Researchers have discovered why some individuals experience itchiness after being exposed to allergens or mosquito bites, while others do not. Their study indicates that this mechanism could be a target for preventing allergic reactions in model systems prior to human trials.
What causes some people to itch after a mosquito bite or an allergic reaction to dust or pollen, while others remain unaffected? A recent investigation has uncovered the reasons for these variations, identifying the interplay between immune and nerve cells that results in itch sensations. The study, led by allergy and immunology experts at Massachusetts General Hospital, which is part of the Mass General Brigham healthcare network, successfully obstructed this pathway in preclinical research, revealing a potential new treatment for allergies. These findings were published in Nature.
“Our findings provide insight into why, in a world full of allergens, some individuals develop allergic reactions while others do not,” explained senior author Caroline Sokol, MD, PhD, who practices in the Allergy and Clinical Immunology Unit at MGH and is an assistant professor at Harvard Medical School. “By mapping out the pathway that influences allergen sensitivity, we have discovered a new cellular and molecular network that could be targeted to manage and prevent allergic responses, including itching. Our preclinical evidence suggests this might also be applicable to humans.”
While the immune system is essential for detecting bacteria and viruses and launching long-lasting immune responses, it plays a secondary role when it comes to allergens. In individuals who have not previously encountered allergens, sensory nerves respond directly to these allergens, causing itchiness and prompting local immune cells to trigger an allergic response. Those with chronic allergies may experience ongoing itch due to the immune system’s influence on these sensory nerves.
Prior research from Sokol’s team established that the sensory nervous system in the skin, particularly the neurons that trigger itch, can directly recognize allergens that possess protease activity, a common characteristic among various allergens. The researchers hypothesized that innate immune cells could set a “threshold” in sensory neurons for reacting to allergens, potentially affecting allergy susceptibility in different people.

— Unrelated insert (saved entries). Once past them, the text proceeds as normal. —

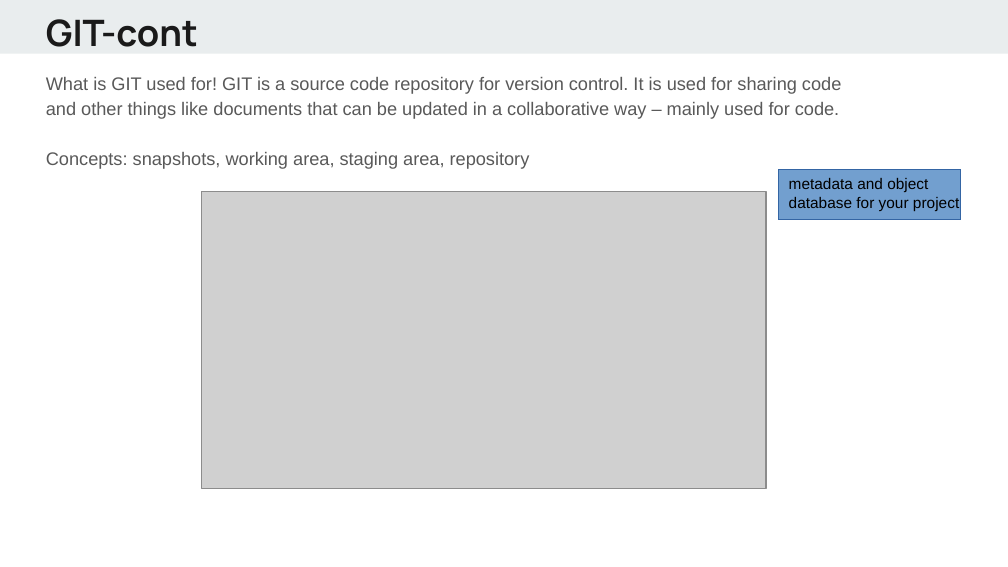
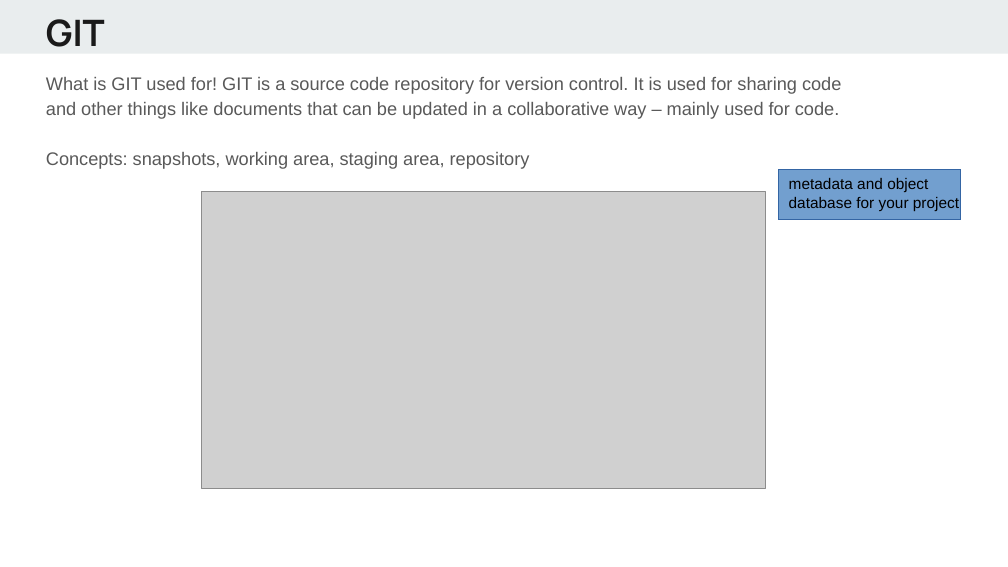
Before and after one commit to alif0/hello_world, a slide deck: slide 2 of lectures/Python - day1.pptx (slide 3 before the commit). Drawn at 1008x567 pixels with LibreOffice and Linux fonts; fonts in the diff are those of the drawing; grey boxes stand for pictures. Boxes give left, top, right and bottom in pixels: in the first picture for what was removed or moved away, otherwise in the second. Text is boxed around its words. In the diff, an @@ line names an element or a change of style, - is before the commit and + after.

```diff
--- a/lectures/Python - day1.pptx
+++ b/lectures/Python - day1.pptx
@@ text at box(46, 19, 105, 47): text changed @@
-GIT-cont
+GIT
```
Also in this commit, not shown: 6 other slides changed, 2 slides added.
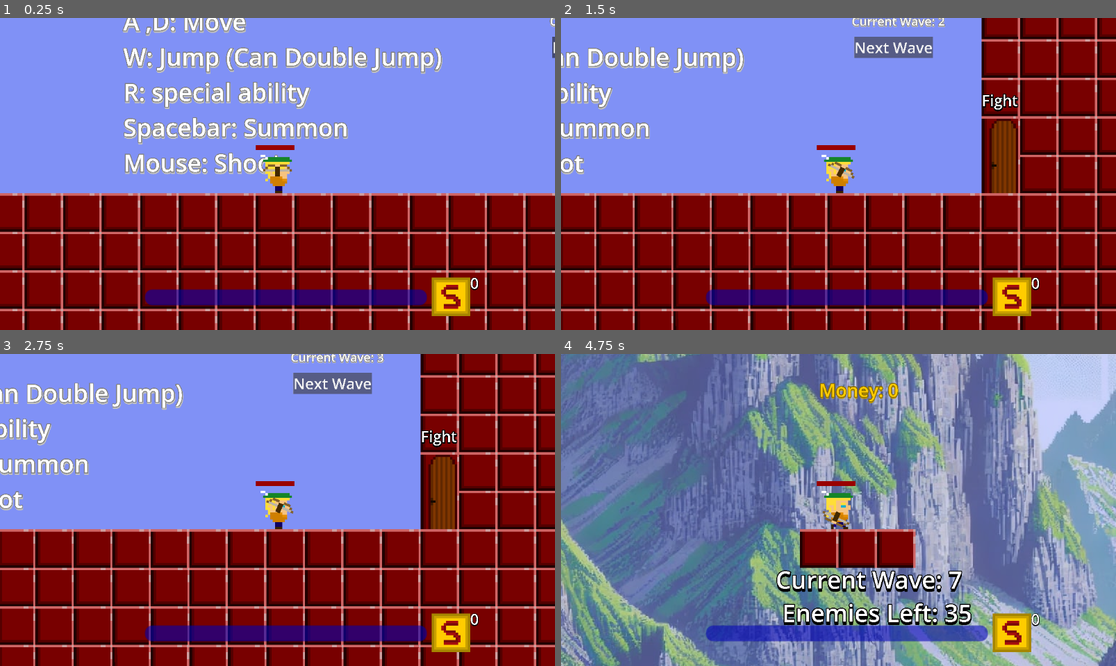
Above: before the commit, frames 1-4 (two rows, left to right).
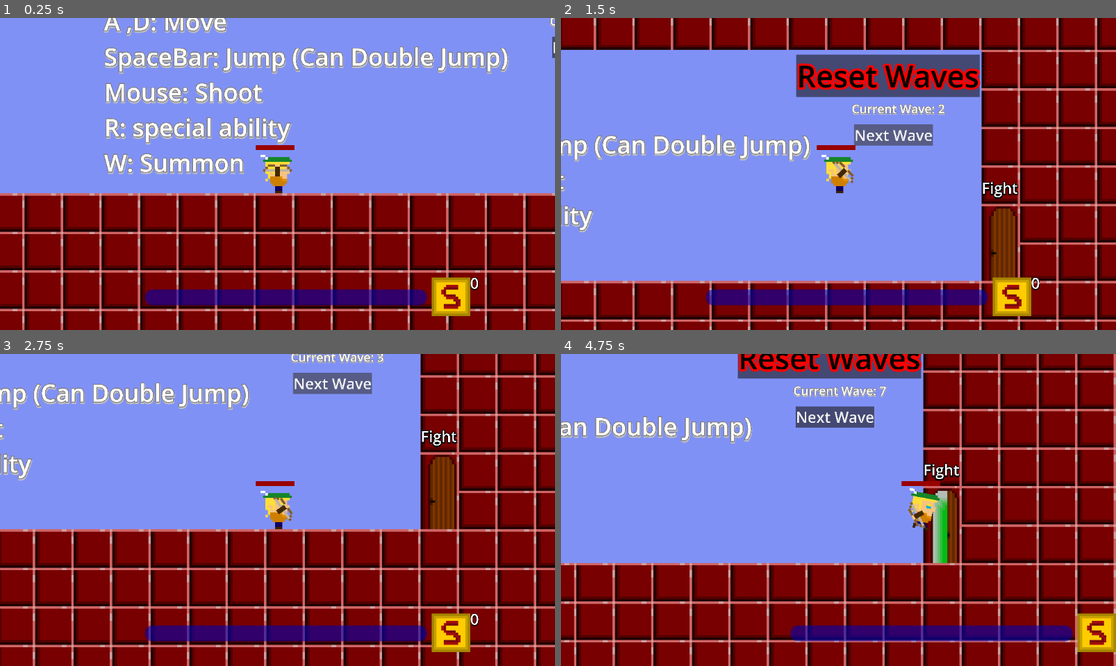
Above: after the commit, the same moments.

Repository: Dan-Yaacobi/TheBowman
Game: Godot game, scene res://MainGame/Game.tscn
Same seed, same stepped clock (60 frames per second), same inputs: the game is played once before the commit and once after it.
Inputs (mouse positions are in pixels of both pictures, inside the frame that each line leads up to):
- Up to frame 1 (0.25 s): no input
- Up to frame 2 (1.5 s): tap Enter at 0.5 s; move the mouse to (960, 158) at 0.52 s; hold D (Right) 0.53-1.25 s; hold E (temp, bound only before the commit) 0.53-1.25 s; tap Space (Jump, bound only after the commit) at 0.77, 1.07 s; tap Q (temp2, bound only before the commit) at 0.8 s; click "Next Wave" at 1.25 s
- Up to frame 3 (2.75 s): click "Next Wave" at 2 s
- Up to frame 4 (4.75 s): move the mouse to (727, 525) at 2.77 s; hold A (Left) 2.78-3.53 s; tap Q (temp2, bound only before the commit) at 2.85 s; tap Space (Jump, bound only after the commit) at 3.02, 3.32, 4.52, 4.55 s; tap Z (temp3, bound only before the commit) at 3.05 s; move the mouse to (894, 441) at 3.52 s; hold Z (temp3, bound only before the commit) 3.53-4.28 s; hold D (Right) from 3.53 s (still down); tap C (temp4, bound only before the commit) at 3.8, 4.35 s; move the mouse to (810, 572) at 4.27 s

The runs differ from the first frame. In frame 1, 9.0% of the frame differs, in the area x 18-92%, y 0-51%; in frame 2, 53%; in frame 3, 4.6%; in frame 4, 100%, in the area x 0-100%, y 0-100%.

Commit message:
switched jump and summon buttons

Diff:
--- a/MainMenu/MainMenu.tscn
+++ b/MainMenu/MainMenu.tscn
@@ -136,9 +136,9 @@
 script = ExtResource("8_ftbyc")
 
 [node name="HowToPlay" type="Label" parent="."]
-offset_left = 121.0
+offset_left = 113.0
 offset_top = 19.0
-offset_right = 3471.0
+offset_right = 4307.0
 offset_bottom = 2196.0
 scale = Vector2(0.04, 0.04)
 theme_override_colors/font_color = Color(1, 1, 1, 1)
@@ -152,10 +152,11 @@
 theme_override_font_sizes/font_size = 250
 text = "How To Play:
 A ,D: Move
-W: Jump (Can Double Jump)
+SpaceBar: Jump (Can Double Jump)
+Mouse: Shoot
 R: special ability
-Spacebar: Summon
-Mouse: Shoot"
+W: Summon
+"
 
 [node name="ButtonShootClick" parent="." instance=ExtResource("3_0uxqg")]
 offset_left = 299.0
--- a/project.godot
+++ b/project.godot
@@ -44,27 +44,7 @@
 }
 Jump={
 "deadzone": 0.5,
-"events": [Object(InputEventKey,"resource_local_to_scene":fa …(140 unchanged characters)… d":false,"keycode":0,"physical_keycode":87,"key_label":0,"unicode":119,"location":0,"echo":false,"script":null)
-]
-}
-temp={
-"deadzone": 0.5,
-"events": [Object(InputEventKey,"resource_local_to_scene":false,"resource_name":"","device":-1,"window_id":0,"alt_pressed":false,"shift_pressed":false,"ctrl_pressed":false,"meta_pressed":false,"pressed":false,"keycode":0,"physical_keycode":69,"key_label":0,"unicode":101,"location":0,"echo":false,"script":null)
-]
-}
-temp2={
-"deadzone": 0.5,
-"events": [Object(InputEventKey,"resource_local_to_scene":false,"resource_name":"","device":-1,"window_id":0,"alt_pressed":false,"shift_pressed":false,"ctrl_pressed":false,"meta_pressed":false,"pressed":false,"keycode":0,"physical_keycode":81,"key_label":0,"unicode":113,"location":0,"echo":false,"script":null)
-]
-}
-temp3={
-"deadzone": 0.5,
-"events": [Object(InputEventKey,"resource_local_to_scene":false,"resource_name":"","device":-1,"window_id":0,"alt_pressed":false,"shift_pressed":false,"ctrl_pressed":false,"meta_pressed":false,"pressed":false,"keycode":0,"physical_keycode":90,"key_label":0,"unicode":122,"location":0,"echo":false,"script":null)
-]
-}
-temp4={
-"deadzone": 0.5,
-"events": [Object(InputEventKey,"resource_local_to_scene":false,"resource_name":"","device":-1,"window_id":0,"alt_pressed":false,"shift_pressed":false,"ctrl_pressed":false,"meta_pressed":false,"pressed":false,"keycode":0,"physical_keycode":67,"key_label":0,"unicode":99,"location":0,"echo":false,"script":null)
+"events": [Object(InputEventKey,"resource_local_to_scene":fa …(140 unchanged characters)… d":false,"keycode":0,"physical_keycode":32,"key_label":0,"unicode":32,"location":0,"echo":false,"script":null)
 ]
 }
 shoot={
@@ -79,12 +59,7 @@
 }
 SkipTimer={
 "deadzone": 0.5,
-"events": [Object(InputEventKey,"resource_local_to_scene":fa …(140 unchanged characters)… d":false,"keycode":0,"physical_keycode":32,"key_label":0,"unicode":32,"location":0,"echo":false,"script":null)
-]
-}
-GodMode={
-"deadzone": 0.5,
-"events": [Object(InputEventKey,"resource_local_to_scene":false,"resource_name":"","device":-1,"window_id":0,"alt_pressed":false,"shift_pressed":false,"ctrl_pressed":false,"meta_pressed":false,"pressed":false,"keycode":0,"physical_keycode":77,"key_label":0,"unicode":109,"location":0,"echo":false,"script":null)
+"events": [Object(InputEventKey,"resource_local_to_scene":fa …(140 unchanged characters)… d":false,"keycode":0,"physical_keycode":87,"key_label":0,"unicode":39,"location":0,"echo":false,"script":null)
 ]
 }
 
Not shown, changed: docs/index.html
Not shown, changed: docs/index.pck

The team conducted various cellular analyses and genetic sequencing to uncover the underlying mechanisms. They discovered a particular yet poorly understood type of immune cell in the skin, termed GD3 cells, which release a molecule called IL-3 in response to environmental stimuli such as the microbes typically found on the skin. IL-3 works directly on certain itch-responsive sensory neurons, enhancing their sensitivity to even minimal exposure to protease allergens, which originate from common sources like house dust mites, molds, and mosquitoes. Although IL-3 heightens the sensitivity of sensory nerves to allergens, it does not trigger itchiness on its own. The researchers found that this entire process involves a signaling pathway that increases the production of specific molecules, initiating an allergic reaction.
Further experiments in mouse models demonstrated that eliminating IL-3 or GD3 cells, or inhibiting downstream signaling pathways, rendered the mice resistant to allergic itch and the immune responses triggered by allergens.
Given that the immune cells in these mouse models share similarities with those in humans, the authors conclude that these findings may shed light on the pathway’s significance in human allergies.
“Our data indicate that this pathway likely exists in humans as well, suggesting that targeting the IL-3-related signaling pathway may lead to the development of new allergy prevention therapies,” stated Sokol. “Crucially, if we can identify the specific factors that activate GD3 cells and initiate the IL-3 signaling mechanism, we could intervene and not only comprehend but also prevent allergic sensitization.”
Disclosures: Sokol serves as a paid consultant for Bayer and Merck and receives research funding from GSK. Aderhold currently works for Werewolf Therapeutics. McAlpine is a paid consultant for Granite Bio. Woolf is associated with multiple organizations including Nocion Therapeutics, QurAlis, and BlackBox Bio and serves on the scientific advisory boards for several companies. Villani has a financial interest in 10X Genomics, which produces gene sequencing technology utilized in this research.
Funding: This study was supported by grant no. T32HL116275 and a Catalyst Research grant from the National Eczema Association, among other NIH grants and various scholarships.